» BRIEF
When you reach the line that contains "-25,7 +46,7 @@" in the data below, start reproducing lines exactly, and stop after the line that contains "-60,14 +81,18 @@".
-- Opening Marker --
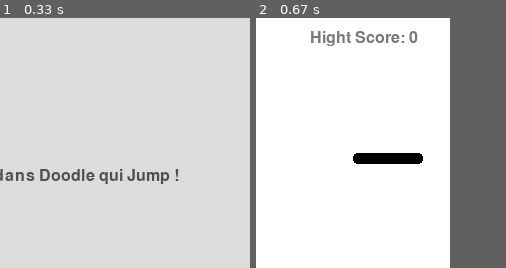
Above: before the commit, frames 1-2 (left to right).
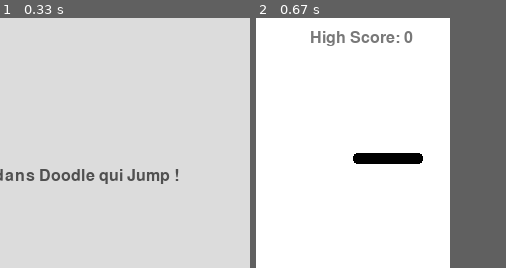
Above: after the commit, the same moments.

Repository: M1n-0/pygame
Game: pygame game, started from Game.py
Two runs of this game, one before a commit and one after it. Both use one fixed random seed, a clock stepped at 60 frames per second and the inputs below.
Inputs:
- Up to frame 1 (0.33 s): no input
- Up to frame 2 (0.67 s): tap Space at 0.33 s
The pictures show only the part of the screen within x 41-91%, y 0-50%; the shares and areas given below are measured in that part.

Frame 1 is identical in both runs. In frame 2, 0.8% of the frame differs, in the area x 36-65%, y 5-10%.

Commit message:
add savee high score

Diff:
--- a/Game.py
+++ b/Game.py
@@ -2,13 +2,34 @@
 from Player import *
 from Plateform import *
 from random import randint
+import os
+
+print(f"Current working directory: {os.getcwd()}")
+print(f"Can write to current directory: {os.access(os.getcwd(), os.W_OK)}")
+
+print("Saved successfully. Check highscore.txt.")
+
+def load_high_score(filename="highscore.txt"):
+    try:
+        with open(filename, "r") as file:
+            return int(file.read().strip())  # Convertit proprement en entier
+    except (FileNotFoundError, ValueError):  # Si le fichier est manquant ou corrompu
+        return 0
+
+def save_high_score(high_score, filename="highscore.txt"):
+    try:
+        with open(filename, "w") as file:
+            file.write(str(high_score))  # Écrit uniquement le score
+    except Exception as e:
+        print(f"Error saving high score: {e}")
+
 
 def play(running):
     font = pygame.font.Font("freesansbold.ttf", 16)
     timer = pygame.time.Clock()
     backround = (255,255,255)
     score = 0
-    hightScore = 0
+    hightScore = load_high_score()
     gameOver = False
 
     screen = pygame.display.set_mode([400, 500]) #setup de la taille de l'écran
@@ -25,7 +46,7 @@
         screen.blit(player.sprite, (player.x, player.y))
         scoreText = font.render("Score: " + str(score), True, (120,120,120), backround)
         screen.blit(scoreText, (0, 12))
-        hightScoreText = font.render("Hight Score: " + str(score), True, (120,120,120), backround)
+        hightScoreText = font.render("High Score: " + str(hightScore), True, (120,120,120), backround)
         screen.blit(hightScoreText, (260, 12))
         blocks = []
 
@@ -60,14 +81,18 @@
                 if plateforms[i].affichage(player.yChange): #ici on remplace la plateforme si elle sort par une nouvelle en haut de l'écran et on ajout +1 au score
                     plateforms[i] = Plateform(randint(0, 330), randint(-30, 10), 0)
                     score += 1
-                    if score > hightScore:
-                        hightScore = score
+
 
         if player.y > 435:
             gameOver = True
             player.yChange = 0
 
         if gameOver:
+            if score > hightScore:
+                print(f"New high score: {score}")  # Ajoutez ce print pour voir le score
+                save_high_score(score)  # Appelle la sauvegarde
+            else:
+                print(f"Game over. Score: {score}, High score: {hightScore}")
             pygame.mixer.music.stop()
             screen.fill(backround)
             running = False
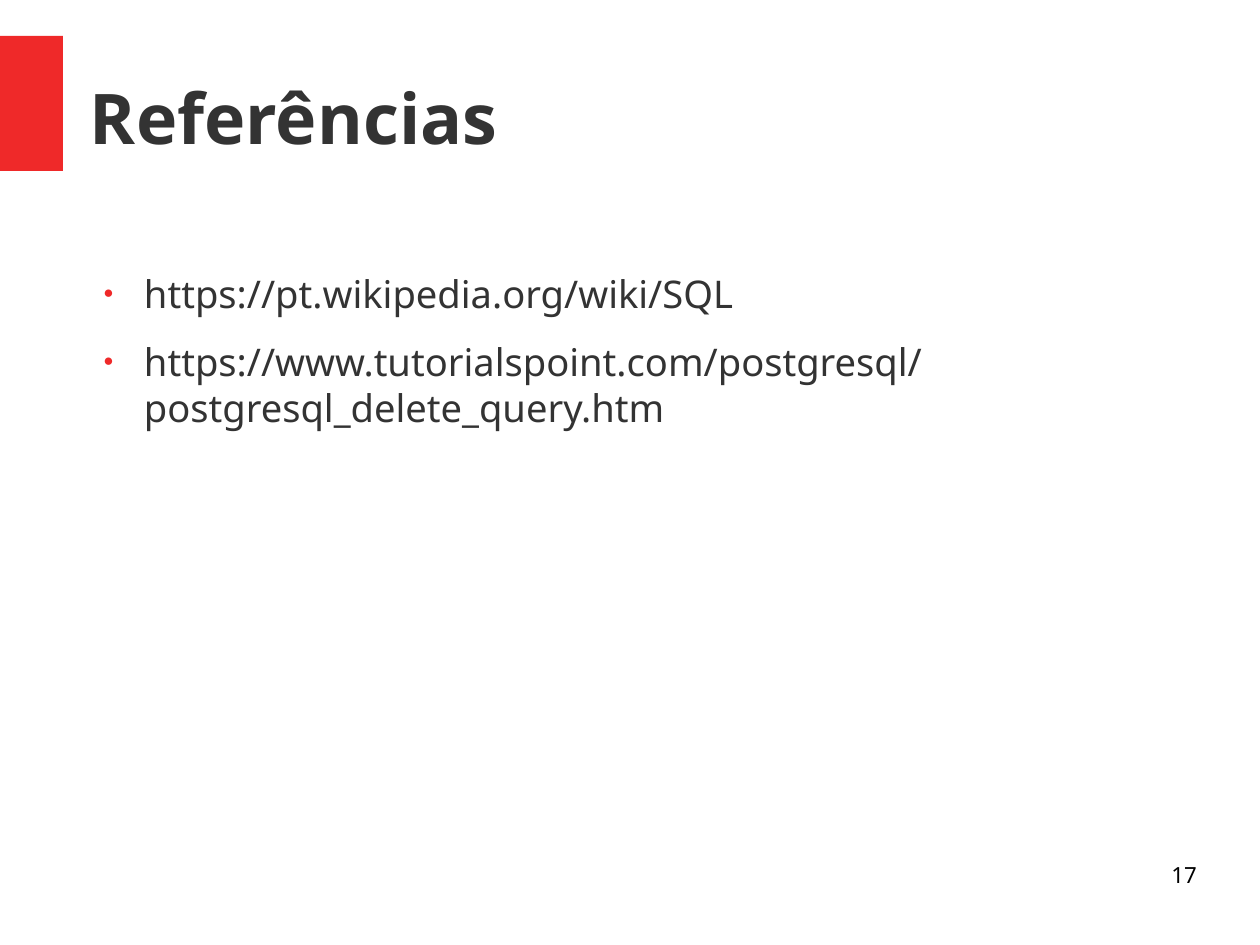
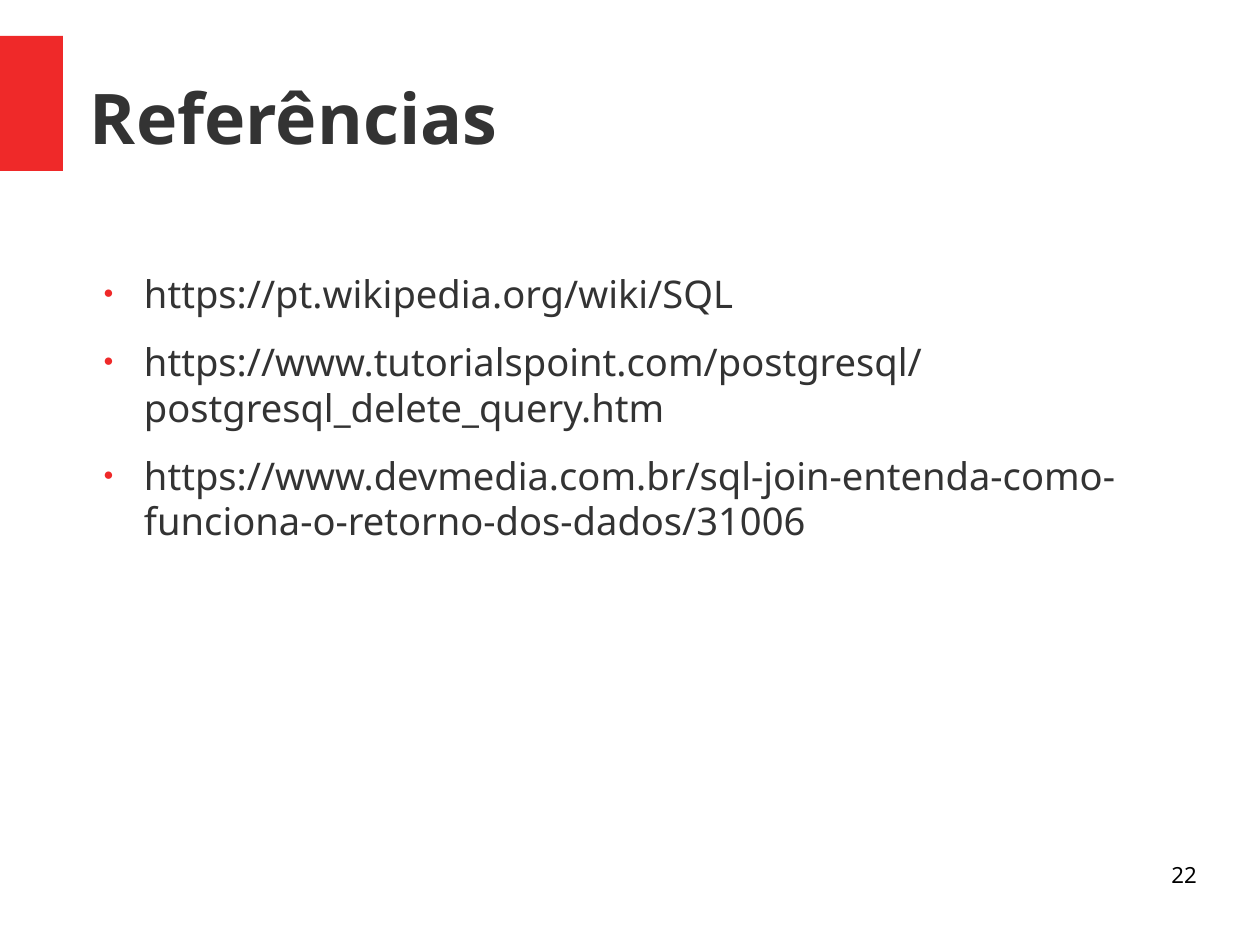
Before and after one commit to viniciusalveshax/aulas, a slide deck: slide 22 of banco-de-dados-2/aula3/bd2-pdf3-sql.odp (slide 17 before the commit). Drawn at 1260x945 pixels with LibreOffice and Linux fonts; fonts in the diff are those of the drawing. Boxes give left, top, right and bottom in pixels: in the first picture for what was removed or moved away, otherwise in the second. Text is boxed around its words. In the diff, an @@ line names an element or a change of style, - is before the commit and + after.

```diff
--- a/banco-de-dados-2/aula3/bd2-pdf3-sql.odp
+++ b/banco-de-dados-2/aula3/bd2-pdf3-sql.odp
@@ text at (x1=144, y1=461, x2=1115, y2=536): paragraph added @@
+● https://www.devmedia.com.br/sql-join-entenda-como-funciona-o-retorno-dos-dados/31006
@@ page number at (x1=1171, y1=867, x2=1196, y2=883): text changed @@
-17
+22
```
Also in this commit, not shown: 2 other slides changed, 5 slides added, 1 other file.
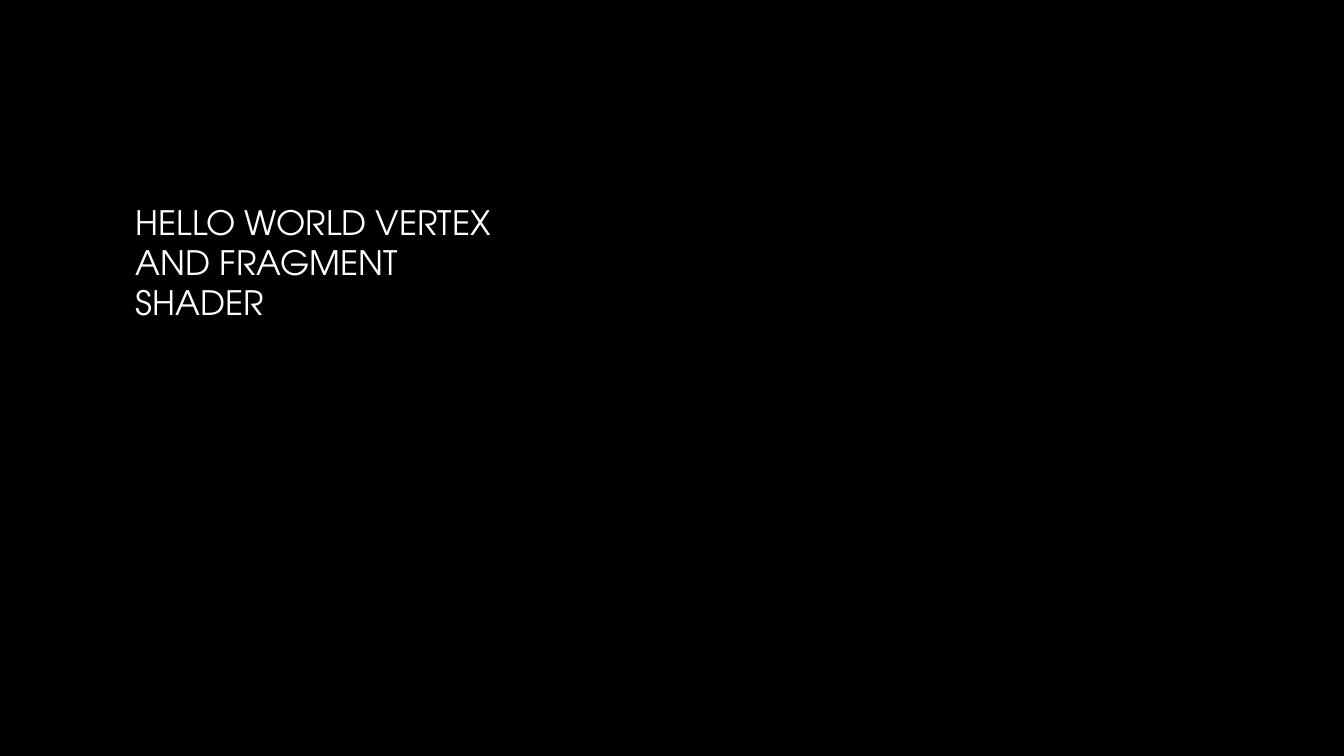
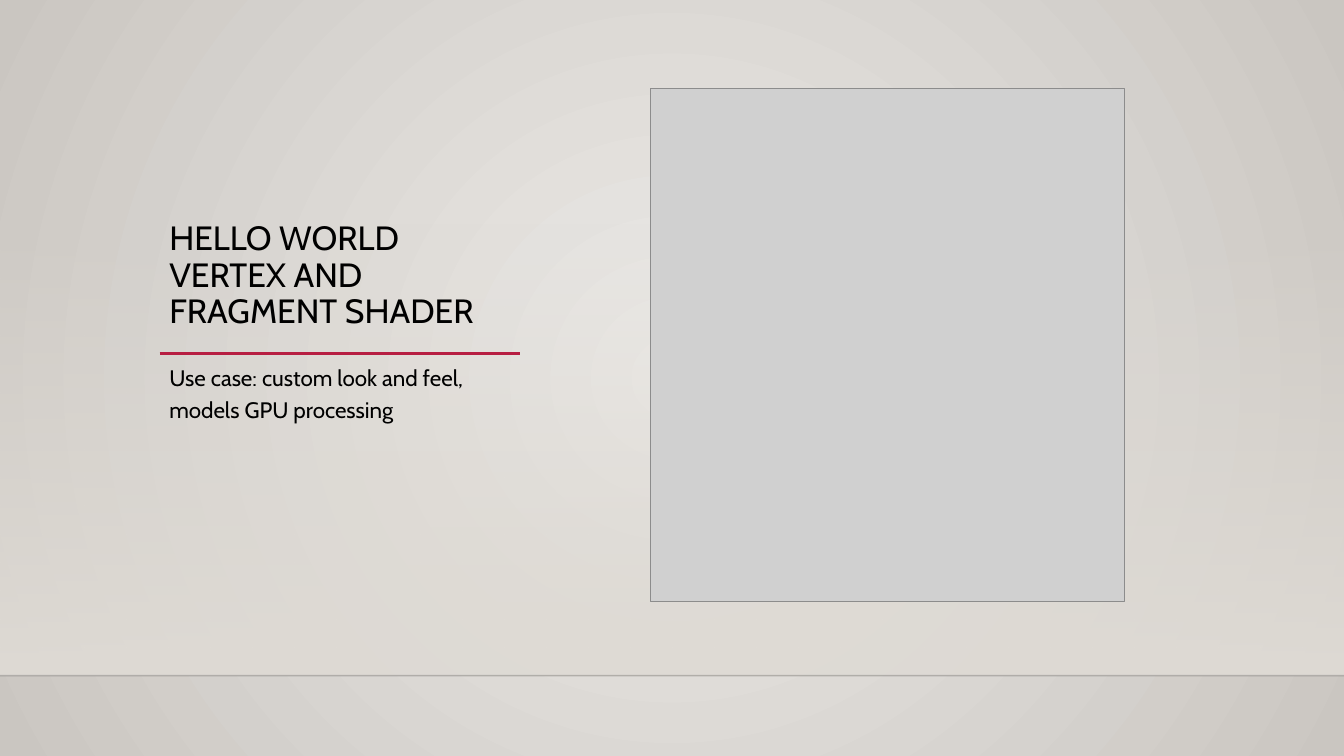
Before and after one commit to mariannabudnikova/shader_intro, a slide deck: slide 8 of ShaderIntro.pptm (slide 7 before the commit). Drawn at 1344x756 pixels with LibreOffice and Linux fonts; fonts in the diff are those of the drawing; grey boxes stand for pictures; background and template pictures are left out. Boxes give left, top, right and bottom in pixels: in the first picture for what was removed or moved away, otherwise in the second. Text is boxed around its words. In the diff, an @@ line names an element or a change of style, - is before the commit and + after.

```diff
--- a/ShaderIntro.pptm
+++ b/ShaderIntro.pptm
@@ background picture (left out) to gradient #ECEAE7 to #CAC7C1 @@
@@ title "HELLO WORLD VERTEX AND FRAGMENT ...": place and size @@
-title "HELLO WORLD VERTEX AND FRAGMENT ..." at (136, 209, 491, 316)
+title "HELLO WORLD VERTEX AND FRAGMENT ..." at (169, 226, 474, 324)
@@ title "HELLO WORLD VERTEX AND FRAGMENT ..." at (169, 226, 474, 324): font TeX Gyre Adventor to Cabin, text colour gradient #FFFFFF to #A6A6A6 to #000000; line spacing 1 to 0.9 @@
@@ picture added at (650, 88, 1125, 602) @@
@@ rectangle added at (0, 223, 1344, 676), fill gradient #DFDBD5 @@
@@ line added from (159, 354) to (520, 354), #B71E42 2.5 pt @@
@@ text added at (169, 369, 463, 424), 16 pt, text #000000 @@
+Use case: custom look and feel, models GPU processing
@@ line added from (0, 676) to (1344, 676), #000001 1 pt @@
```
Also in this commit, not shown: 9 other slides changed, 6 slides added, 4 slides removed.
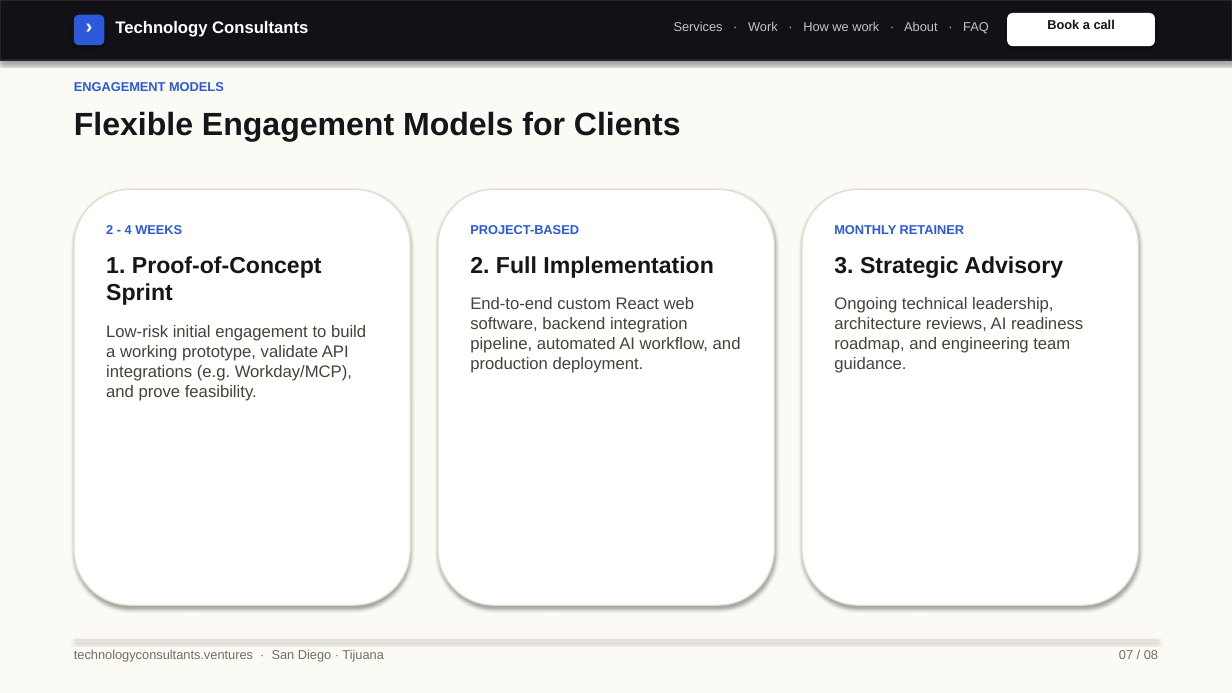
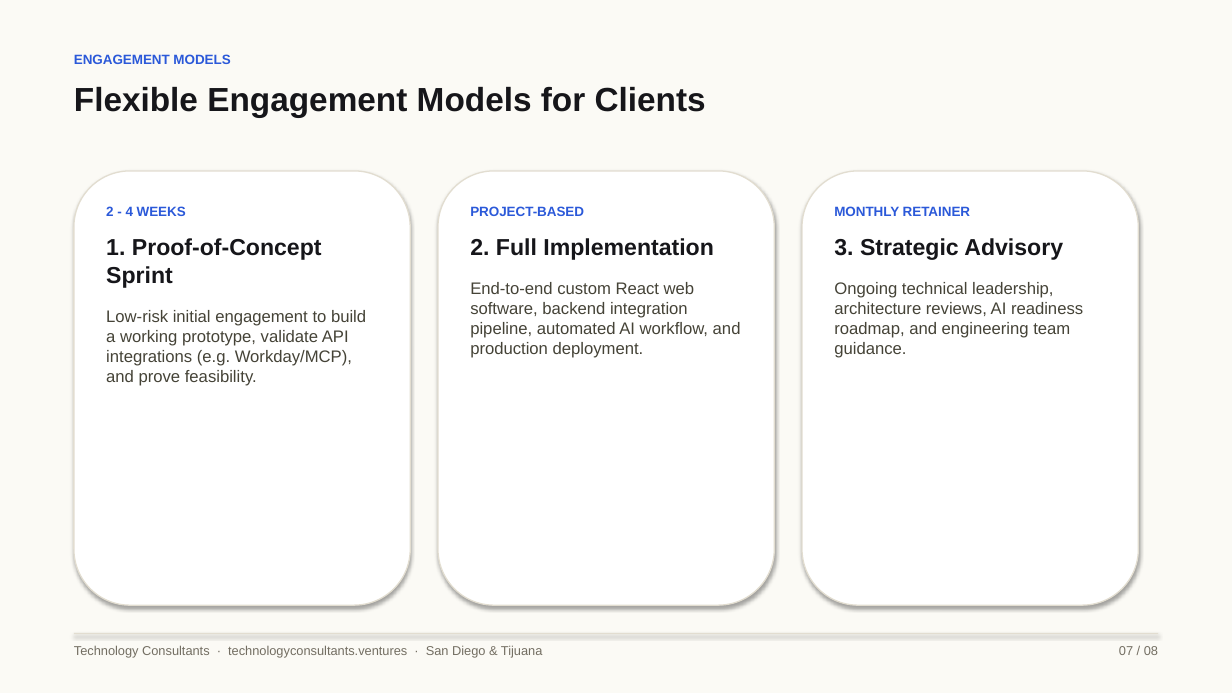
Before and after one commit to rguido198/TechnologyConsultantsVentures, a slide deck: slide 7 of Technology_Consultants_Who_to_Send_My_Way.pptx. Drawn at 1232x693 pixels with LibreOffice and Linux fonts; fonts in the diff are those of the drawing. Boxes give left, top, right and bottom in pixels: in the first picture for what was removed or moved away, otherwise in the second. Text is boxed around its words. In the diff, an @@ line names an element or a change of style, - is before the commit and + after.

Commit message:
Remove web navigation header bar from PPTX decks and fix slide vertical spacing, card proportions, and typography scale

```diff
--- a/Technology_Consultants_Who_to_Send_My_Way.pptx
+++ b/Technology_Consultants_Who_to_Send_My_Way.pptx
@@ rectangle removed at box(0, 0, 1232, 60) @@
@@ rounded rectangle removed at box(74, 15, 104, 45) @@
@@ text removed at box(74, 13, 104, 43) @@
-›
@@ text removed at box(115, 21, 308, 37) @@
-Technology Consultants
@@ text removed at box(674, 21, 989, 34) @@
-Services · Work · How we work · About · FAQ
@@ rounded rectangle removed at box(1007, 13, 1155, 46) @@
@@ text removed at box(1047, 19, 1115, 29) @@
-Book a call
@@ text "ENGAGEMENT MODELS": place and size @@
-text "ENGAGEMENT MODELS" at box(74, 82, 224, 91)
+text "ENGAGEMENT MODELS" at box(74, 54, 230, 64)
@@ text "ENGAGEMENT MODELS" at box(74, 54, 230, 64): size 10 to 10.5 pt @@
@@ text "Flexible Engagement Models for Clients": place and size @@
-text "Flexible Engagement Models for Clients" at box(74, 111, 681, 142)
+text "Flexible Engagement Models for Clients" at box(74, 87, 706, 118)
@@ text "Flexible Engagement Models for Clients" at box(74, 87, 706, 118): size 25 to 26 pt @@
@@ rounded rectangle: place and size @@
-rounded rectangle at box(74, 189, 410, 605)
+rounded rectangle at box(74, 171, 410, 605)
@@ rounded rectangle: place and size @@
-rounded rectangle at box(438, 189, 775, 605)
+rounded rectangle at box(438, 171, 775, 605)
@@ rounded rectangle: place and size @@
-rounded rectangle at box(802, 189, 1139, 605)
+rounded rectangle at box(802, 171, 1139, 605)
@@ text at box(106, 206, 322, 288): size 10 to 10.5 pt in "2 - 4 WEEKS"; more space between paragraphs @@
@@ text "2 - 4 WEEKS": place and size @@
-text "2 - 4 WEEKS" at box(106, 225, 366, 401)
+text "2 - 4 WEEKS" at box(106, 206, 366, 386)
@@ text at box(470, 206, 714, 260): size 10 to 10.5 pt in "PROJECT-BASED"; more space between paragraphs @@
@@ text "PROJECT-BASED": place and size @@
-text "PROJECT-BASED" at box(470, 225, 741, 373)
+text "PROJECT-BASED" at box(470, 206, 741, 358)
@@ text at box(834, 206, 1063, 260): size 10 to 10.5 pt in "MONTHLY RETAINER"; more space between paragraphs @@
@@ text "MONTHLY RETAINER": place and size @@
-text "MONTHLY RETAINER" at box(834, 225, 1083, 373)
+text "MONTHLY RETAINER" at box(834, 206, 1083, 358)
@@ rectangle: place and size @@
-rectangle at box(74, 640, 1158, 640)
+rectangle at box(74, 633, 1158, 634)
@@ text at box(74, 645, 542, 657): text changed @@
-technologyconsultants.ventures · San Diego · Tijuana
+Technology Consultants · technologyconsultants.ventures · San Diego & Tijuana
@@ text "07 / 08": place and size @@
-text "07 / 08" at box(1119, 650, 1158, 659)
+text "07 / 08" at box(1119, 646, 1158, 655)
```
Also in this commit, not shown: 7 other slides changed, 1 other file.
-- Closing Marker --
» ANSWER SPACE
@@ -25,7 +46,7 @@
         screen.blit(player.sprite, (player.x, player.y))
         scoreText = font.render("Score: " + str(score), True, (120,120,120), backround)
         screen.blit(scoreText, (0, 12))
-        hightScoreText = font.render("Hight Score: " + str(score), True, (120,120,120), backround)
+        hightScoreText = font.render("High Score: " + str(hightScore), True, (120,120,120), backround)
         screen.blit(hightScoreText, (260, 12))
         blocks = []
 
@@ -60,14 +81,18 @@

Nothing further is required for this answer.